Il s’agit d’un modèle d'épidémiologie végétale développé par Frédéric Fabre (INRA Unité Pathologie Végétale, Avignon).
Dans un contexte d'utilisation de gènes de résistance aux maladies virales dans les plantes cultivées on cherche des critères prédictifs de la durabilité des gènes de résistances. Il est nécessaire de hiérarchiser l’effet des nombreux facteurs pouvant potentiellement concourir à l’émergence de variants virulents. Nous proposons un modèle aléatoire construit à partir d'un système d'équations différentielles, permettant de quantifier l’effet des facteurs génétiques et épidémiologiques sur la durabilité des résistances. De plus, le modèle simule à deux échelles, hôte et parcelle, la dynamique démo-génétique au cours d’une épidémie.

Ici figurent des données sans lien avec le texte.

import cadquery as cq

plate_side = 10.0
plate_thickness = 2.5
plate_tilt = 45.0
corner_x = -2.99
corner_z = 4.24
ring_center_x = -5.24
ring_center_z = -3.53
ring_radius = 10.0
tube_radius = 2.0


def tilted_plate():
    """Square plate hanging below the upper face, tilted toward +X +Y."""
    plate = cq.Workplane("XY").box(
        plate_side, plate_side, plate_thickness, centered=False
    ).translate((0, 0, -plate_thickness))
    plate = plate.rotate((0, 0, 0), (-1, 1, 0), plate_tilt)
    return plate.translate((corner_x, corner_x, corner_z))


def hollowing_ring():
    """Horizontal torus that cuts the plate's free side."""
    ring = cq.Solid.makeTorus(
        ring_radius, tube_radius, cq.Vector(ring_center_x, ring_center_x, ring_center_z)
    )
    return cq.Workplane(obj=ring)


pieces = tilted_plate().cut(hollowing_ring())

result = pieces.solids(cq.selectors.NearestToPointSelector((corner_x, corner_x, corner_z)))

Au total, 10 facteurs quantitatifs ou qualitatifs sont inclus dans le modèle :
(1) le nombre de mutations nécessaires au contournement,
(2) la nature de ces mutations (transitions ou transversions),
(3) le taux de mutation,
(4) le ratio taux de transitions sur taux de transversions,
(5) la vitesse de multiplication virale dans l’hôte,
(6) le coût de fitness associé aux mutations,
(7) le degré de ségrégation spatiale,
(8) la vitesse de développement de l’épidémie,
(9) le temps de latence de l’infection,
(10) le nombre de particules virales transmises à une plante saine.
Des analyses de sensibilité globale (méthodes Sobol et ANOVA) ont déjà été réalisées [Fabre et al. 2009].
Référence : Fabre, F., Bruchou, C., Palloix, A., & Moury, B. 2009. Key determinants of resistance durability to plant viruses: insights from a model linking within- and between-host dynamics. Virus Res., In press.